About Topology load balancing for a wide IP

When you use the topology load balancing method at a wide IP level with topology records that have a Data Center destination, the topology records have no effect. (This is because load balancing at a wide IP level selects between GTM pools, and GTM pools do not have a data center associated with them.) Topology records that have a Data Center destination have an effect only when using the topology load balancing method at the pool level.

Example configuration: Topology load balancing for a wide IP

This example illustrates how DNS name resolution requests are load balanced when a wide IP is configured for Topology load balancing. An administrator configures the wide IP
www.siterequest.net
 for Topology load balancing. The wide IP contains three pools: Pool1 and Pool3 are located in the North America data center; Pool2 is located in the South America data center. Next, the administrator creates topology records, as shown in this figure, and ensures that Longest Match is enabled on the BIG-IP system.
Topology records for a wide IP configured for Topology load balancing
Topology records for a wide IP configured for Topology load balancing
The first topology record directs all DNS name resolution requests from an LDNS in the IP subnet
11.1.0.0/16
 to Pool1. The second topology record directs all DNS name resolution requests from an LDNS in the IP subnet
10.1.0.0/16
 to Pool2. The third topology record is the least specific. It directs DNS name resolution requests from an LDNS in any IP subnet to Pool3. However, it is important to note that the weight of the third topology record is lower than the weights of the other topology records.
BIG-IP system load balancing DNS requests using a wide IP configured for Topology load balancing
Topology load balancing at the wide IP-level
  1. A client in New York makes a DNS request.
  2. LDNS 11.1.0.1 queries the BIG-IP system in the North America data center.
  3. The BIG-IP system directs the LDNS to Pool1. To determine this answer, for each pool, one at a time, the BIG-IP system iterates through the list of two topology records to find a match. Pool1 matches the first topology record in the list, because both the LDNS request source (11.1.0.1) and the Destination (Pool1) of the DNS request match the first topology record; therefore, the BIG-IP system assigns a score of 100 to Pool1. For Pool2, there is no matching topology record that contains both the LDNS request source (11.1.0.1) and the Destination (Pool2); therefore, the BIG-IP system assigns a score of zero to Pool2. Pool3, matches the third topology record in the list, because both the LDNS request source (11.1.0.1) and the Destination (Pool3) of the DNS request match the third topology record; therefore, the BIG-IP system assigns a score of 10 to Pool3. The BIG-IP system directs the LDNS to send the request to the pool with the highest score.
  4. The LDNS sends the DNS request to Pool1 in the North America data center.
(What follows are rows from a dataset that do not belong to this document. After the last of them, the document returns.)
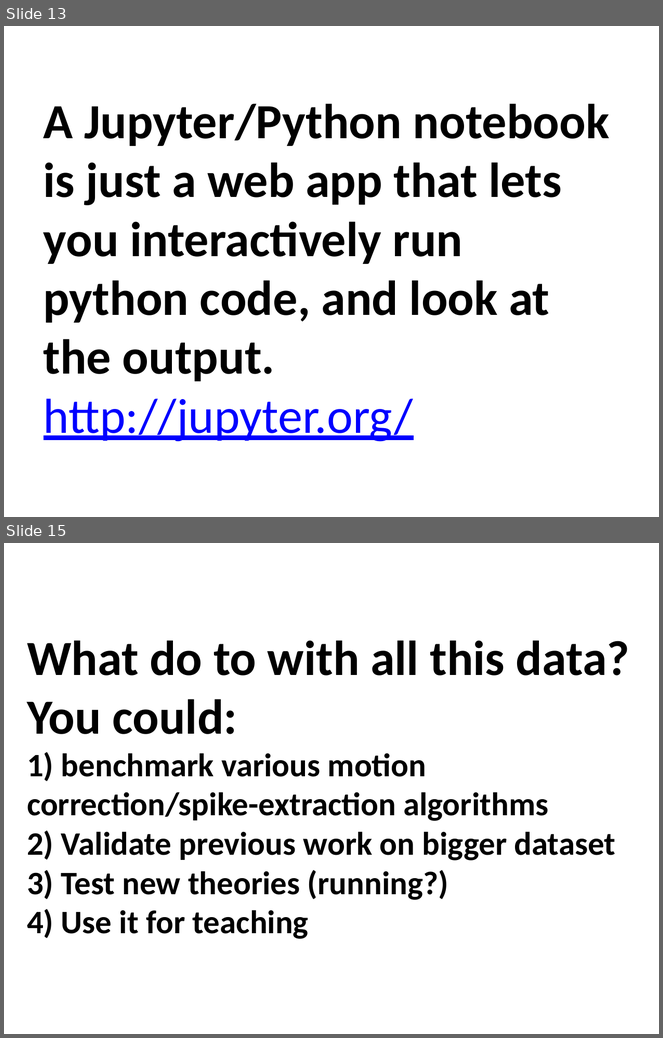
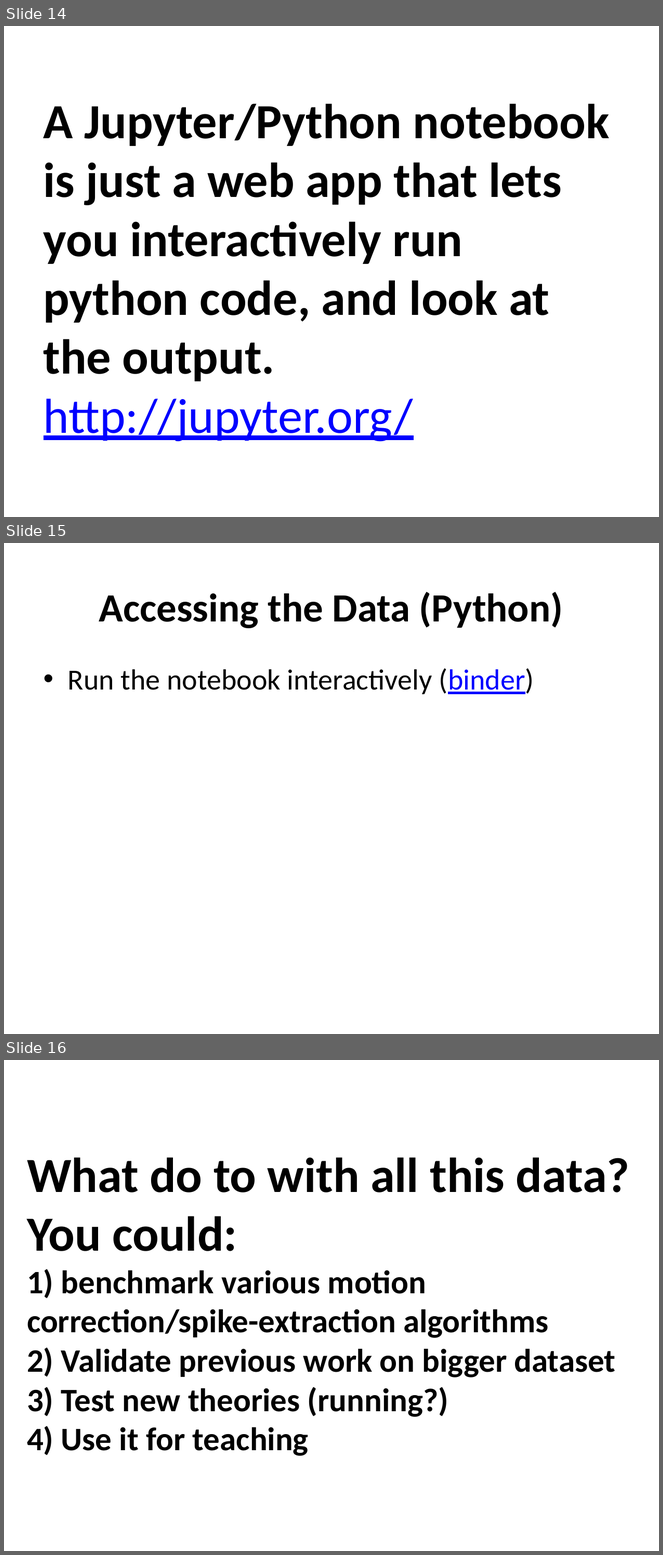
Before and after one commit to geffenlab/CNI-JC, a slide deck: Allen_Brain_Observatory_Dataset.pptx. Shown one above the other, each under a label of ours: slides 13 and 15 before the commit, slides 14, 15 and 16 after it; the slides between them are not shown. The pictures are 663x1038 and 663x1555 pixels, drawn with LibreOffice and Linux fonts; fonts in the diff are those of the drawing. Boxes give left, top, right and bottom in pixels: in the first picture for what was removed or moved away, otherwise in the second. Text is boxed around its words. In the diff, an @@ line names an element or a change of style, - is before the commit and + after.

```diff
--- a/Allen_Brain_Observatory_Dataset.pptx
+++ b/Allen_Brain_Observatory_Dataset.pptx
@@ slide 15 added at [4,543,659,1034], background #FFFFFF @@
@@ text added at [99,592,564,628], 44 pt, text #000000, bold @@
+Accessing the Data (Python)
@@ text added at [68,668,534,694], 32 pt, text #000000 @@
+• Run the notebook interactively (binder)
@@ what was slide 13 is now slide 14 @@
@@ what was slide 15 is now slide 16 @@
```
Also in this commit, not shown: 7 slides changed.

How the system distributes the DNS requests to the members of Pool1 is not depicted in this illustration, but is based on the load balancing method configured for Pool1.
  5. A client in Lima makes a DNS request.
  6. LDNS 10.1.0.1 queries the BIG-IP system in the North America data center.
  7. The BIG-IP system directs the LDNS to Pool2. To determine this answer, for each pool, one at a time, the BIG-IP system iterates through the list of two topology records to find a match. For Pool1, there is not a matching topology record that contains both the LDNS request source (10.1.0.1) and the Destination (Pool1); therefore, the BIG-IP system assigns a score of zero to Pool1. Pool2 matches the second topology record in the list, because both the LDNS request source (10.1.0.1) and the Destination (Pool2) of the DNS request match the second topology record; therefore, the BIG-IP system assigns a score of 100 to Pool2. Pool3, matches the third topology record in the list, because both the LDNS request source (10.1.0.1) and the Destination (Pool3) of the DNS request match the third topology record; therefore, the BIG-IP system assigns a score of 10 to Pool3. The BIG-IP system directs the LDNS to send the request to the pool with the highest score.
  8. The LDNS sends the DNS request to Pool2 in the South America data center. How the system distributes the DNS requests to the members of Pool2 is not shown in this illustration, but is based on the load balancing method configured for Pool2.
  9. A client in Chicago makes a DNS request.
  10. LDNS 12.1.0.1 queries the BIG-IP system in the North America data center.
  11. The BIG-IP system directs the LDNS to Pool3. To determine this answer, for each pool, one at a time, the BIG-IP system iterates through the list of two topology records to find a match. For Pool1, there is not a matching topology record that contains both the LDNS request source (12.1.0.1) and the Destination (Pool1); therefore, the BIG-IP system assigns a score of zero to Pool1. For Pool2, there is not a matching topology record that contains both the LDNS request source (12.1.0.1) and the Destination (Pool1); therefore, the BIG-IP system assigns a score of zero to Pool2. Pool3, matches the third topology record in the list, because both the LDNS request source (12.1.0.1) and the Destination (Pool3) of the DNS request match the third topology record; therefore, the BIG-IP system assigns a score of 10 to Pool3. The BIG-IP system directs the LDNS to send the request to the pool with the highest score.
  12. The LDNS sends the DNS request to Pool3 in the North America data center. How the system distributes the DNS requests to the members of Pool3 is not depicted in this illustration, but is based on the load balancing method configured for Pool3.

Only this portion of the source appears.